Location
- Veld Road, Belgravia Estate, Athlone, Cape Town, Cape Town South Africa 33°58′20″S 18°31′07″E﻿ / ﻿33.9721°S 18.5186°E

Information
- Motto: Work Ennobles
- Established: 21 January 1957
- Status: Open
- Principal: A.N. Buis
- Enrollment: 890
- Website: School site

= Belgravia High School =

Belgravia Secondary School, also known as Belgravia High School, is an English-medium school in Athlone, a suburb of Cape Town, South Africa.

==History==
The school was founded by six people on 21 January 1957 when it was called the Athlone Secondary School No. 2. It was not until 1957 that it got the name of Belgravia and it took until 1959 before there were brick buildings.

During the Western Cape Youth Uprising of 1976 the students at both Alexander Sinton Secondary School and this school boycotted classes on 16 August during a period that saw marches, random acts of arson and battles between students and the police.

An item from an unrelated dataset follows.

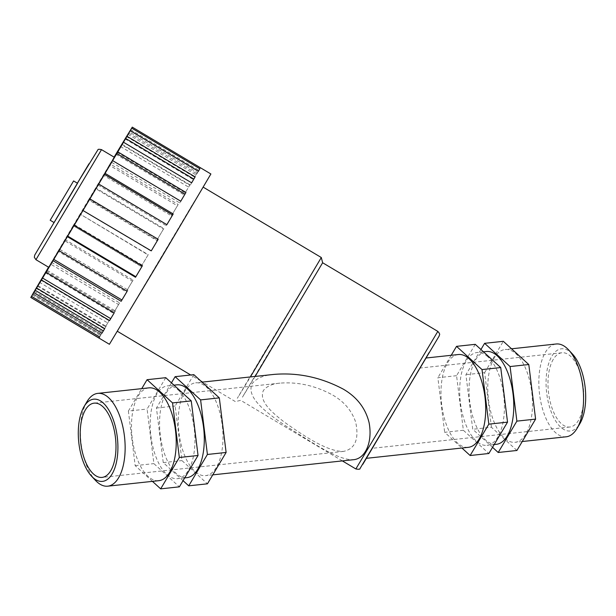 <?xml version="1.0" encoding="UTF-8"?>
<svg xmlns="http://www.w3.org/2000/svg" width="616" height="616" viewBox="0 0 616 616"><rect width="100%" height="100%" fill="white"/><g stroke="black" fill="none" stroke-linecap="round" stroke-linejoin="round"><path stroke-width="0.46" stroke-dasharray="3.08 2.31" d="M370.994 450.773L426.018 358.012L370.994 450.773M322.63 262.755L266.936 355.709L242.45 397.151L255.14 376.422M273.743 374.42C263.386 375.29 256.156 378.416 252.044 383.799C245.969 398.059 267.098 412.974 285.108 425.494C307.692 439.37 336.837 460.46 353.345 459.713M114.33 157.28L48.756 267.329M77.531 183.283L54.108 222.584M127.882 134.311L196.004 174.906L193.208 179.51L197.405 172.549L129.275 131.963M125.087 138.916L193.208 179.51M197.405 172.549L196.004 174.906M126.503 136.575L194.61 177.154M130.738 129.722L198.86 170.309L198.167 171.387L200.377 167.76L132.255 127.166M130.045 130.792L198.167 171.387M200.377 167.76L198.86 170.309M131.601 128.267L199.684 168.83M128.775 133.21L196.904 173.804L198.352 171.279M198.39 171.302L196.904 173.804M122.191 144.444L190.321 185.031L191.622 182.821M191.638 182.829L190.321 185.031M111.635 162.316L179.756 202.91L180.757 201.209L179.756 202.91M98.121 185.085L166.251 225.672L166.851 224.655L166.251 225.672M82.991 210.518L151.113 251.105M142.288 265.912L142.619 265.357L142.296 265.92M74.498 224.763L142.619 265.357M127.135 291.276L127.912 289.974L127.142 291.283M59.791 249.388L127.912 289.974M114.183 312.889L115.338 310.972L114.199 312.897M47.209 270.378L115.338 310.972M104.697 328.621L106.114 326.28L104.72 328.628M37.992 285.685L106.114 326.28M32.386 294.91L100.47 335.474L101.163 334.403L99.638 336.952M33.033 293.809L101.163 334.403M99.599 336.929L100.47 335.474M34.303 291.391L102.425 331.986L100.955 334.55L99.461 337.044L100.932 334.48L32.848 293.917M32.825 293.955L100.955 334.55M100.932 334.48L102.425 331.986M31.339 296.458L99.461 337.044M40.887 280.165L109.009 320.751L105.513 326.703L107.692 322.953L39.586 282.374M37.391 286.109L105.513 326.703M107.692 322.953L109.009 320.751M36.067 288.311L104.196 328.906M51.451 262.285L119.573 302.88L114.391 311.627L118.557 304.566L50.435 263.979L51.451 262.285L48.541 267.198M46.269 271.04L114.391 311.627M118.557 304.566L119.573 302.88M45.253 272.726L113.375 313.321M64.957 239.516L58.605 250.219L126.727 290.806L132.463 281.127L64.341 240.533L64.957 239.516L133.079 280.111L126.727 290.806M132.463 281.127L133.079 280.111M58.605 250.219L57.989 251.228L126.111 291.822M80.088 214.091L73.181 225.687L141.31 266.274L148.063 254.916L80.088 214.091L148.21 254.678L141.31 266.274M73.181 225.687L141.156 266.512M95.364 188.481L88.581 199.838L156.703 240.433L163.81 228.505L95.688 187.919L95.364 188.481L163.486 229.075L156.703 240.433M163.81 228.505L163.486 229.075M88.581 199.838L88.904 199.276L157.026 239.87M109.286 165.204L103.288 175.214L171.417 215.808L178.178 204.489L110.048 163.894L109.286 165.204L177.408 205.798L171.417 215.808M178.178 204.489L177.408 205.798M103.288 175.214L104.058 173.912L172.18 214.499M210.888 173.981L109.402 344.29M117.017 152.306L185.131 192.893L189.751 185.208L121.629 144.614M57.989 251.228L50.435 263.979M73.034 225.918L64.341 240.533M88.904 199.276L79.934 214.322M104.058 173.912L95.688 187.919M114.099 157.142L110.048 163.894M120.49 146.539L188.612 187.133L185.131 192.893M115.87 154.223L183.992 194.818M189.751 185.208L188.612 187.133M376.037 442.25L420.05 368.045L376.037 442.25M332.925 395.195C344.236 401.771 351.821 410.772 355.694 422.191C359.213 439.1 355.193 448.825 343.628 451.374C327.435 452.044 302.048 434.703 283.968 421.837C271.895 412.412 258.62 401.132 263.379 390.559C266.72 386.247 272.241 383.768 279.941 383.137C298.183 381.751 315.839 385.77 332.925 395.195M321.306 257.526L262.963 354.908L237.306 398.321L250.412 376.93M192.184 204.989L117.209 331.192L160.391 259.29L199.907 192.623L192.184 204.989M184.892 391.037A46.67 21.937 -96.1 0 0 181.027 444.205A46.67 21.937 -96.1 0 0 205.636 475.637A46.67 21.937 -96.1 0 0 222.445 426.888A46.67 21.937 -96.1 0 0 195.642 382.829A46.67 21.937 -96.1 0 0 184.892 391.037M487.864 356.833A46.67 21.937 -96.1 0 0 477.053 352.514A46.67 21.937 -96.1 0 0 460.237 401.27A46.67 21.937 -96.1 0 0 487.048 445.322A46.67 21.937 -96.1 0 0 504.427 407.854A46.67 21.937 -96.1 0 0 487.864 356.833M496.404 444.313A46.67 21.937 83.9 0 1 469.592 400.261A46.67 21.937 83.9 0 1 486.409 351.505M475.252 344.336L456.572 375.698L463.371 430.276L488.85 453.499M492.531 447.316L472.726 429.267L465.927 374.69L480.927 349.511M463.371 430.276L444.66 432.293L461.923 448.025M516.916 450.473L491.437 427.258L472.726 429.267M456.572 375.698L437.861 377.716L444.66 432.293M451.212 355.301L437.861 377.716M176.931 384.846A46.67 21.937 -96.1 0 0 160.114 433.602A46.67 21.937 -96.1 0 0 186.925 477.654M178.386 390.174A46.67 21.937 83.9 0 1 194.941 441.195A46.67 21.937 83.9 0 1 177.57 478.663A46.67 21.937 83.9 0 1 150.758 434.611A46.67 21.937 83.9 0 1 167.567 385.855A46.67 21.937 83.9 0 1 178.386 390.174M183.052 480.657L163.248 462.608L156.449 408.031L171.448 382.852M165.773 377.677L147.093 409.039L153.892 463.617L179.371 486.84M193.84 374.651L175.16 406.013L181.959 460.599L207.438 483.814M156.449 408.031L175.16 406.013M152.445 481.365L135.181 465.634L128.382 411.057L147.093 409.039M128.382 411.057L141.734 388.642M163.248 462.608L181.959 460.599M491.437 427.258L484.638 372.672L465.927 374.69M484.638 372.672L503.318 341.31M135.181 465.634L153.892 463.617M86.925 401.755A46.67 21.937 -96.1 0 0 95.388 480.303M148.856 387.872A46.67 21.937 -96.1 0 0 138.115 396.08A46.67 21.937 -96.1 0 0 134.25 449.249A46.67 21.937 -96.1 0 0 158.859 480.673M572.418 353.992A41.341 19.435 -96.1 0 0 551.936 356.056A41.341 19.435 -96.1 0 0 551.836 413.428A41.341 19.435 -96.1 0 0 579.918 423.569M566.204 436.79A46.67 21.937 83.9 0 1 541.595 405.367A46.67 21.937 83.9 0 1 545.46 352.19A46.67 21.937 83.9 0 1 556.202 343.99M553.284 359.328A37.337 17.548 -96.1 0 0 550.196 401.863A37.337 17.548 -96.1 0 0 569.877 427.011A37.337 17.548 -96.1 0 0 583.329 388.003A37.337 17.548 -96.1 0 0 561.877 352.768A37.337 17.548 -96.1 0 0 553.284 359.328M494.371 357.696A46.67 21.937 -96.1 0 0 490.513 410.864A46.67 21.937 -96.1 0 0 515.115 442.296A46.67 21.937 -96.1 0 0 531.931 393.547A46.67 21.937 -96.1 0 0 505.12 349.495A46.67 21.937 -96.1 0 0 494.371 357.696M458.343 354.531A46.67 21.937 -96.1 0 0 447.593 362.739A46.67 21.937 -96.1 0 0 443.736 415.908A46.67 21.937 -96.1 0 0 468.337 447.332M429.106 352.568L362.824 464.31M355.856 468.953L437.822 331.393M101.517 149.642L35.944 259.69M53.946 222.484L77.362 183.183L53.946 222.484M342.357 460.907L240.664 400.315L235.435 401.64L202.618 382.082M200.808 381.004L190.714 374.99M202.056 382.143L195.642 382.829M212.766 474.867L205.636 475.637M279.941 383.137L94.094 403.157M343.628 451.382L102.094 477.4M483.468 351.821L477.053 352.514M494.178 444.552L487.048 445.322M173.989 385.162L167.567 385.855M184.7 477.893L177.57 478.663M511.534 348.802L505.12 349.495M522.245 441.526L515.115 442.296M561.877 352.768L420.05 368.045M569.877 427.011L372.364 448.286"/><path stroke-width="0.92" d="M255.14 376.422L322.63 262.755L321.306 257.526L203.234 187.179M212.766 474.867L353.345 459.721C365.296 458.889 372.819 442.142 369.076 422.576C365.519 408.216 356.918 397.066 343.266 389.127C320.882 377.269 297.705 372.372 273.743 374.42L202.056 382.143M35.944 259.69L48.756 267.329L81.728 212.412L114.33 157.28L101.517 149.642C99.199 149.149 98.013 149.157 97.975 149.688L77.362 183.183L88.989 163.771L34.719 255.109L34.327 257.296L35.944 259.69L101.517 149.642M50.181 220.243L54.108 222.584L65.889 202.972L77.531 183.283L73.597 180.942L50.181 220.243L73.597 180.942M198.352 171.279L199.869 168.738L198.39 171.302L130.269 130.708L128.775 133.21L132.278 127.142L126.503 136.575M130.253 130.646L198.375 171.24M131.747 128.143L199.869 168.738M122.191 144.444L125.695 138.492L193.817 179.087L195.133 176.884L191.638 182.829L123.516 142.242L122.191 144.444M191.622 182.821L193.817 179.087M125.695 138.492L127.011 136.29L195.133 176.884M180.773 201.216L112.651 160.622L111.635 162.316L116.809 153.561L184.931 194.156L185.947 192.469L180.773 201.216L184.931 194.156M116.809 153.561L117.825 151.875L185.947 192.469M166.859 224.663L98.737 184.069L98.121 185.085L104.474 174.39L172.603 214.976L173.212 213.968L166.859 224.663L172.603 214.976M104.474 174.39L105.09 173.373L173.212 213.968M151.267 250.874L82.991 210.518L89.898 198.922L158.173 239.278L151.267 250.874L158.019 239.509M89.898 198.922L158.173 239.278M67.722 236.12L74.498 224.763L74.174 225.325L142.296 265.92L135.52 277.277L67.39 236.683L67.722 236.12L135.843 276.715L142.288 265.912M135.52 277.277L135.843 276.715M53.8 259.398L59.791 249.388L59.021 250.697L127.142 291.283L121.152 301.293L53.03 260.707L53.8 259.398L121.922 299.984L127.135 291.276M121.152 301.293L121.922 299.984M42.589 278.062L47.209 270.378L46.069 272.303L114.199 312.897L109.579 320.574L41.457 279.987L42.589 278.062L110.718 318.657L114.183 312.889M109.579 320.574L110.718 318.657M35.197 290.29L37.992 285.685L36.598 288.042L104.72 328.628L101.925 333.233L33.803 292.639L35.197 290.29L103.326 330.884L104.697 328.621M101.925 333.233L103.326 330.884M32.34 294.879L31.516 296.358L99.638 336.952L98.945 338.022L30.823 297.436L32.386 294.91M98.945 338.022L99.599 336.929M32.848 293.917L30.823 297.436M48.541 267.198L32.81 293.894M30.8 297.459L109.402 344.29L160.437 259.313L210.888 173.981L132.278 127.142M126.488 136.567L114.099 157.142M127.011 136.29L130.269 130.708M117.825 151.875L123.516 142.242M105.09 173.373L112.651 160.622M90.052 198.683L98.737 184.069M74.174 225.325L83.145 210.279M59.021 250.697L67.39 236.683M46.069 272.303L53.03 260.707M36.598 288.042L41.457 279.987M31.516 296.358L33.803 292.639M250.412 376.93L321.306 257.526M85.501 409.725A37.337 17.548 -96.1 0 0 82.413 452.26A37.337 17.548 -96.1 0 0 102.094 477.4A37.337 17.548 -96.1 0 0 115.546 438.4A37.337 17.548 -96.1 0 0 94.094 403.157A37.337 17.548 -96.1 0 0 85.501 409.725M483.468 351.821L486.409 351.505A46.67 21.937 83.9 0 1 497.228 355.825A46.67 21.937 83.9 0 1 513.783 406.845A46.67 21.937 83.9 0 1 496.404 444.313L494.178 444.552M461.923 448.025L470.139 455.517L488.85 453.499L507.53 422.137L500.731 367.56L475.252 344.336L456.541 346.354L451.212 355.301M480.927 349.511L484.607 343.328L510.087 366.551L516.886 421.128L498.205 452.49L492.531 447.316M500.731 367.56L482.02 369.569L456.541 346.354M507.53 422.137L488.819 424.155L482.02 369.569M470.139 455.517L488.819 424.155M484.607 343.328L503.318 341.31L528.798 364.533L535.597 419.111L516.916 450.473L498.205 452.49M535.597 419.111L516.886 421.128M184.7 477.893L186.925 477.654A46.67 21.937 -96.1 0 0 204.296 440.186A46.67 21.937 -96.1 0 0 187.741 389.166A46.67 21.937 -96.1 0 0 176.931 384.846L173.989 385.162M171.448 382.852L175.129 376.669L200.608 399.892L207.407 454.469L188.727 485.832L183.052 480.657M191.253 400.9L165.773 377.677L147.062 379.695L172.542 402.91L191.253 400.9L198.044 455.478L179.371 486.84L160.661 488.858L152.445 481.365M200.608 399.892L219.319 397.874L193.84 374.651L175.129 376.669M207.407 454.469L226.118 452.452L219.319 397.874M188.727 485.832L207.438 483.814L226.118 452.452M141.734 388.642L147.062 379.695M528.798 364.533L510.087 366.551M172.542 402.91L179.333 457.495L198.044 455.478M179.333 457.495L160.661 488.858M91.553 476.176L95.388 480.303A46.67 21.937 -96.1 0 0 107.777 486.178A46.67 21.937 -96.1 0 0 124.586 437.429A46.67 21.937 -96.1 0 0 97.775 393.378A46.67 21.937 -96.1 0 0 87.033 401.578A46.67 21.937 -96.1 0 0 86.925 401.755L84.061 406.599A41.341 19.435 83.9 0 1 84.153 406.445A41.341 19.435 83.9 0 1 109.918 412.019A41.341 19.435 83.9 0 1 115.608 465.588A41.341 19.435 83.9 0 1 91.553 476.176A41.341 19.435 83.9 0 1 84.061 406.599M107.777 486.178L158.859 480.673A46.67 21.937 -96.1 0 0 175.668 431.924A46.67 21.937 -96.1 0 0 148.856 387.872L97.775 393.378M577.046 428.413L579.918 423.569A41.341 19.435 -96.1 0 0 572.418 353.992L568.583 349.865A46.67 21.937 83.9 0 1 577.046 428.413A46.67 21.937 83.9 0 1 566.204 436.79L522.245 441.526M511.534 348.802L556.202 343.99A46.67 21.937 83.9 0 1 568.583 349.865M366.466 458.312L468.337 447.332A46.67 21.937 -96.1 0 0 485.154 398.583A46.67 21.937 -96.1 0 0 458.343 354.531L426.31 357.981M362.824 464.31L429.106 352.568M355.856 468.953C358.766 469.446 360.152 469.307 360.014 468.553L439.17 336.02C439.046 334.873 441.01 334.888 437.822 331.393L355.856 468.953L342.357 460.907M437.822 331.393L322.63 262.755M202.618 382.082L200.808 381.004M190.714 374.99L117.371 331.285"/></g></svg>

In September 1985, there were protests at and around many South African schools, which were segregated under the apartheid system. The area around Belgravia High School became a hotbed of activist activity, mostly involving local students. At one rally, they eerected at least 30 burning barricades and pushed for the release of Nelson Mandela. At one point the school was shuttered in an effort to stop the demonstrations, but they continued, and police used tear gas to disperse them. On 15 October 1985, police concealed themselves in a truck and then shot into a group of young anti-apartheid protesters from their vehicle. Three people were killed: Jonathan Claasen (21), Shaun Magmoed (15), and Michael Miranda (11). Over a dozen others were injured, and the event became known as the Trojan Horse Massacre. Although an inquest found the police had acted improperly, the Cape-Attorney General refused to prosecute and a civil case ultimately ended in an acquittal.